## [Your task]
Lines to return, exactly: from the line with "spring arms with" to the line with "ends = sorted((side" in the entries below, both included.

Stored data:
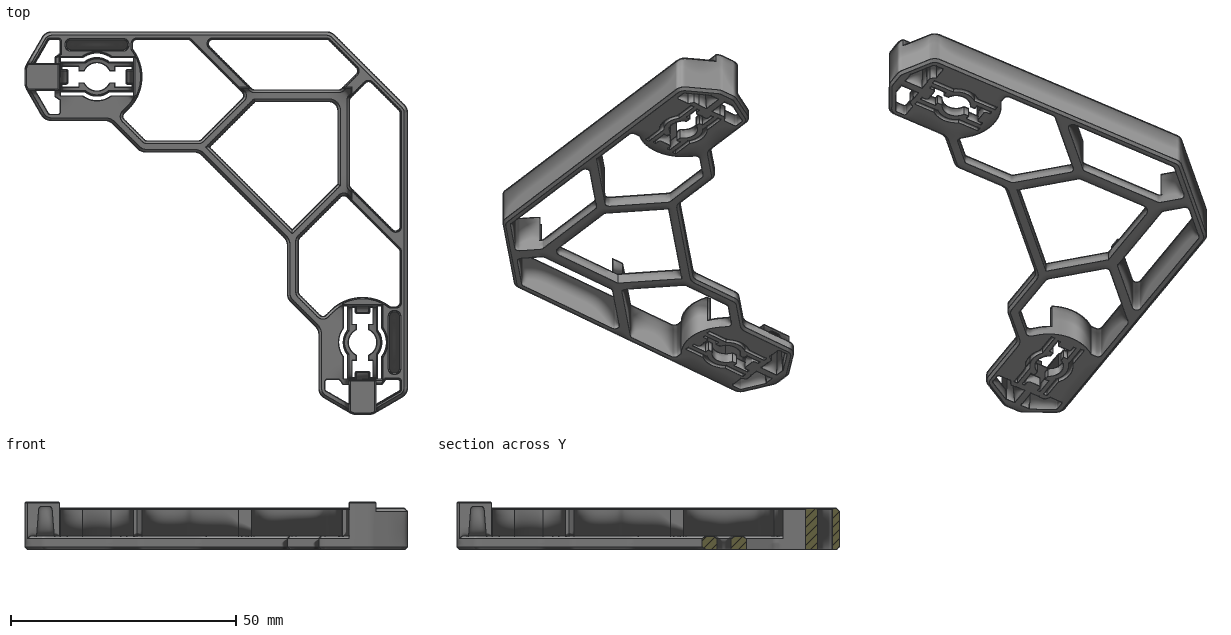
import cadquery as cq
import math


SPAN = 85.0
HEIGHT = 10.6
WALL_TOP = 9.2
WEB_TOP = 3.0
EDGE_CHAMFER = 0.6
WALL_CHAMFER = 0.75
FINE_CHAMFER = 0.3
OUTLINE_RADIUS = 2.5

CORNER_CUT = 17.0
PAD_WIDTH = 19.7
PAD_Y = -10.0
PAD_X = -69.0
PAD_RADIUS = 10.0
TIP_HALF = 2.1
TIP_SLOPE = math.radians(60)
SHOULDER_SUM = -85.9
INNER_STEP = 26.7
INNER_SUM = -73.1

WALL = 1.65
WEB = 2.45
TALL_SUM_OUT = -47.3
TALL_SUM_IN = -50.15
RING_OUT = -12.9
TALL_END = RING_OUT + 0.3
RING_IN = RING_OUT - 2.6
WINDOW_START_X = -61.1
SPOKE = 2.8
LINK_DIFF = 20.1
WINDOW_RADIUS = 1.0
CELL_CORNER_RADIUS = 2.0
DIAGONAL = math.sqrt(2)

CLIP_END_X = -77.2
BLOCK_X = -77.3
BLOCK_WIDTH = 6.0
SLOT_HALF_LENGTH = 8.1
SLOT_HALF = 4.25
SLOT_RADIUS = 5.3
ARM_HALF = 3.35
ARM_RADIUS = 4.3
ARM_TOP = 2.4
OPENING_HALF = 2.3
NECK_HALF = 1.35
NECK_HALF_LENGTH = 4.0
BORE_RADIUS = 3.15
TAB_HALF = 1.65
TAB_LENGTH = 1.7
TAB_RADIUS = 0.5
ARM_END = 0.3
END_WALL_Y = -14.5
SLOT_LIP = 0.9
LIP_LENGTH = 1.15
LIP_DROP = 0.8
TIP_WALL = 1.5
TIP_WINDOW_RADIUS = 0.5
POCKET_LENGTH = 13.6
POCKET_WIDTH = 2.2
POCKET_Y = -2.9
POCKET_RADIUS = 1.0
POCKET_FLOOR = WEB_TOP

RECESS_X = -80.45
RECESS_BOTTOM = 4.4
RECESS_SLOPE = 0.75
RECESS_TOP = 9.6
RECESS_DEPTH = 2.2
RECESS_TILT = 8.0
RECESS_RADIUS = 0.8


def swap(points):
    """Mirror points in the plane X = Y, reversed to keep walking round the outline."""
    return [(y, x) for x, y in reversed(points)]


def other_wing(shape):
    """Mirror a shape from the X wing to the Y wing."""
    return shape.mirror(cq.Vector(1, -1, 0), (0, 0, 0))


def both_wings(shape):
    """Join a shape on the X wing with its mirror image on the Y wing."""
    return shape.union(other_wing(shape))


def prism(points, height, radius):
    """Upright prism with all its corners rounded."""
    body = cq.Workplane("XY").polyline(points).close().extrude(height)
    return body.edges("|Z").fillet(radius)


def box(x_min, x_max, y_min, y_max, z_min, z_max):
    """Box between the given limits."""
    size = (x_max - x_min, y_max - y_min, z_max - z_min)
    return cq.Workplane("XY").box(*size, centered=False).translate((x_min, y_min, z_min))


def outline(height):
    """Outer shape of the bracket, chamfered round its bottom."""
    run = 1 / math.tan(TIP_SLOPE)
    tip_top = PAD_Y + TIP_HALF
    tip_bottom = PAD_Y - TIP_HALF
    half = [
        (-CORNER_CUT, 0),
        (-SPAN - tip_top * run, 0),
        (-SPAN, tip_top),
        (-SPAN, tip_bottom),
        (-SPAN + (tip_bottom + PAD_WIDTH) * run, -PAD_WIDTH),
        (SHOULDER_SUM + PAD_WIDTH, -PAD_WIDTH),
        (SHOULDER_SUM + INNER_STEP, -INNER_STEP),
        (INNER_SUM + INNER_STEP, -INNER_STEP),
    ]
    body = prism(half + swap(half), height, OUTLINE_RADIUS)
    return body.faces("<Z").chamfer(EDGE_CHAMFER)


def wing_window():
    """Large window between the pad and the tall slanted web."""
    shoulder_sum = SHOULDER_SUM + WEB * DIAGONAL
    link_diff = -LINK_DIFF - WEB / 2 * DIAGONAL
    floor_y = -INNER_STEP + WEB
    pad_diff = PAD_X - PAD_Y + PAD_RADIUS * DIAGONAL
    points = [
        (WINDOW_START_X, -WALL),
        (TALL_SUM_IN + WALL, -WALL),
        ((TALL_SUM_IN + link_diff) / 2, (TALL_SUM_IN - link_diff) / 2),
        (floor_y + link_diff, floor_y),
        (shoulder_sum - floor_y, floor_y),
        ((shoulder_sum + pad_diff) / 2, (shoulder_sum - pad_diff) / 2),
        (PAD_X + PAD_RADIUS / DIAGONAL, PAD_Y - PAD_RADIUS / DIAGONAL),
        (WINDOW_START_X, PAD_Y),
    ]
    window = cq.Workplane("XY").polyline(points).close().extrude(HEIGHT)
    pad = cq.Workplane("XY").center(PAD_X, PAD_Y).circle(PAD_RADIUS).extrude(HEIGHT)
    window = window.cut(pad)
    below_pad = PAD_Y - PAD_RADIUS / DIAGONAL - FINE_CHAMFER
    lower_corners = cq.selectors.BoxSelector((-SPAN, below_pad, 0), (0, -SPAN, HEIGHT))
    link_corner = cq.selectors.BoxSelector((TALL_SUM_IN, -WALL * 2, 0), (0, below_pad, HEIGHT))
    upper_corners = cq.selectors.BoxSelector((-SPAN, -WALL * 2, 0), (0, 0, HEIGHT))
    corners = lower_corners + link_corner + upper_corners
    return window.edges("|Z").edges(corners).fillet(WINDOW_RADIUS)


def outer_window():
    """Window between the outer wall, the tall slanted web and the spoke."""
    cut_sum = -CORNER_CUT - WALL * DIAGONAL
    spoke_diff = -SPOKE / 2 * DIAGONAL
    points = [
        (TALL_SUM_OUT + WALL, -WALL),
        (TALL_SUM_OUT - RING_OUT, RING_OUT),
        (RING_OUT + spoke_diff, RING_OUT),
        ((cut_sum + spoke_diff) / 2, (cut_sum - spoke_diff) / 2),
        (cut_sum + WALL, -WALL),
    ]
    return prism(points, HEIGHT, WINDOW_RADIUS)


def central_window():
    """Five-sided window crossing the symmetry plane."""
    diff = -LINK_DIFF + WEB / 2 * DIAGONAL
    inner_sum = INNER_SUM + WEB * DIAGONAL
    half = [
        (RING_IN + diff, RING_IN),
        ((inner_sum + diff) / 2, (inner_sum - diff) / 2),
    ]
    points = [(RING_IN, RING_IN)] + half + swap(half)
    window = cq.Workplane("XY").polyline(points).close().extrude(HEIGHT)
    window = window.edges("|Z and (>X and >Y)").fillet(CELL_CORNER_RADIUS)
    return window


def keyhole(half_length, half_width, radius, height):
    """Long slot with a round bulge in its middle, centred on the pad."""
    slot = cq.Workplane("XY").rect(2 * half_length, 2 * half_width).extrude(height)
    bulge = cq.Workplane("XY").circle(radius).extrude(height)
    return slot.union(bulge).translate((PAD_X, PAD_Y, 0))


def tip_windows():
    """Pair of triangular windows beside the end block."""
    line_x = -SPAN + TIP_WALL / math.sin(TIP_SLOPE)
    run = 1 / math.tan(TIP_SLOPE)
    far = -PAD_Y - WALL
    near = BLOCK_WIDTH / 2
    lip = SLOT_HALF + SLOT_LIP
    half = [
        (line_x + (near - TIP_HALF) * run, near),
        (line_x + (far - TIP_HALF) * run, far),
        (CLIP_END_X, far),
        (CLIP_END_X, lip),
        (CLIP_END_X - LIP_LENGTH, lip - LIP_DROP),
        (CLIP_END_X - LIP_LENGTH, near),
    ]
    upper = cq.Workplane("XY").polyline(half).close().extrude(HEIGHT)
    upper = upper.edges("|Z and >Y").fillet(TIP_WINDOW_RADIUS)
    return upper.union(upper.mirror("XZ")).translate((0, PAD_Y, 0))


def clip_slot():
    """Space cleared through the pad round the spring arms."""
    return keyhole(SLOT_HALF_LENGTH, SLOT_HALF, SLOT_RADIUS, HEIGHT)


def spring_clip():
    """Two spring arms with a round bore between them, and a tab at each end."""
    clip = keyhole(SLOT_HALF_LENGTH, ARM_HALF, ARM_RADIUS, ARM_TOP)
    clip = clip.faces(">Z").chamfer(FINE_CHAMFER)
    opening = keyhole(NECK_HALF_LENGTH, NECK_HALF, BORE_RADIUS, ARM_TOP)
    arm_end = SLOT_HALF_LENGTH - ARM_END
    for side in (-1, 1):
        ends = sorted((side * NECK_HALF_LENGTH + PAD_X, side * arm_end + PAD_X))
        opening = opening.union(
            box(*ends, PAD_Y - OPENING_HALF, PAD_Y + OPENING_HALF, 0, ARM_TOP)
        )
    clip = clip.cut(opening)
    for side, tip in ((-1, ">X"), (1, "<X")):
        tip_x = PAD_X + side * (SLOT_HALF_LENGTH - TAB_LENGTH)
        root_x = PAD_X + side * (SLOT_HALF_LENGTH + FINE_CHAMFER)
        tab = box(*sorted((tip_x, root_x)), PAD_Y - TAB_HALF, PAD_Y + TAB_HALF, 0, WEB_TOP)
        tab = tab.edges("|Z").edges(tip).fillet(TAB_RADIUS)
        clip = clip.union(tab.faces(">Z").chamfer(FINE_CHAMFER))
    return clip


def end_block():
    """Tall block at the tip of the pad."""
    half = BLOCK_WIDTH / 2
    block = outline(HEIGHT).intersect(box(-SPAN, BLOCK_X, PAD_Y - half, PAD_Y + half, 0, HEIGHT))
    return block.faces(">Z").chamfer(FINE_CHAMFER)


def block_recesses():
    """Tapered recess in each side of the end block, shallower towards its top."""
    half_bottom = RECESS_BOTTOM / 2
    half_top = half_bottom - RECESS_SLOPE
    profile = [(-half_bottom, 0), (half_bottom, 0), (half_top, RECESS_TOP), (-half_top, RECESS_TOP)]
    recess = cq.Workplane("XZ").polyline(profile).close().extrude(-RECESS_DEPTH)
    recess = recess.edges("|Y and >Z").fillet(RECESS_RADIUS)
    floor_cut = box(-half_bottom, half_bottom, RECESS_DEPTH, 2 * RECESS_DEPTH, 0, 2 * RECESS_TOP)
    recess = recess.cut(floor_cut.rotate((0, RECESS_DEPTH, 0), (1, RECESS_DEPTH, 0), RECESS_TILT))
    recess = recess.translate((RECESS_X, -BLOCK_WIDTH / 2, 0))
    return recess.union(recess.mirror("XZ")).translate((0, PAD_Y, 0))


def wall_pocket():
    """Rounded pocket sunk into the tall wall beside the clip."""
    pocket = box(
        PAD_X - POCKET_LENGTH / 2, PAD_X + POCKET_LENGTH / 2,
        POCKET_Y - POCKET_WIDTH / 2, POCKET_Y + POCKET_WIDTH / 2,
        POCKET_FLOOR, HEIGHT,
    )
    return pocket.edges("|Z").fillet(POCKET_RADIUS)


def tall_zone():
    """Region of the X wing that rises to the tall wall's height."""
    outer = box(-SPAN, 0, TALL_END, 0, 0, WALL_TOP)
    low_pad = box(-SPAN, PAD_X + SLOT_HALF_LENGTH, -PAD_WIDTH, PAD_Y, 0, WALL_TOP)
    end_wall = box(PAD_X + SLOT_HALF_LENGTH, PAD_X + PAD_RADIUS, END_WALL_Y, PAD_Y, 0, WALL_TOP)
    return outer.cut(low_pad).union(end_wall)


large_windows = both_wings(wing_window().union(outer_window())).union(central_window())
pad_openings = both_wings(tip_windows().union(clip_slot()))

low_frame = outline(WEB_TOP).cut(large_windows)
low_frame = low_frame.faces(">Z").chamfer(EDGE_CHAMFER).cut(pad_openings)

tall_wall = outline(WALL_TOP).intersect(both_wings(tall_zone()))
tall_wall = tall_wall.cut(large_windows).cut(pad_openings).cut(both_wings(wall_pocket()))
tall_wall = tall_wall.faces(">Z").chamfer(FINE_CHAMFER)
tall_wall = tall_wall.intersect(outline(WALL_TOP).faces(">Z").chamfer(WALL_CHAMFER))

frame = tall_wall.union(both_wings(end_block())).union(low_frame)
result = frame.cut(both_wings(block_recesses())).union(both_wings(spring_clip()))

## [Task response]
    """Two spring arms with a round bore between them, and a tab at each end."""
    clip = keyhole(SLOT_HALF_LENGTH, ARM_HALF, ARM_RADIUS, ARM_TOP)
    clip = clip.faces(">Z").chamfer(FINE_CHAMFER)
    opening = keyhole(NECK_HALF_LENGTH, NECK_HALF, BORE_RADIUS, ARM_TOP)
    arm_end = SLOT_HALF_LENGTH - ARM_END
    for side in (-1, 1):
        ends = sorted((side * NECK_HALF_LENGTH + PAD_X, side * arm_end + PAD_X))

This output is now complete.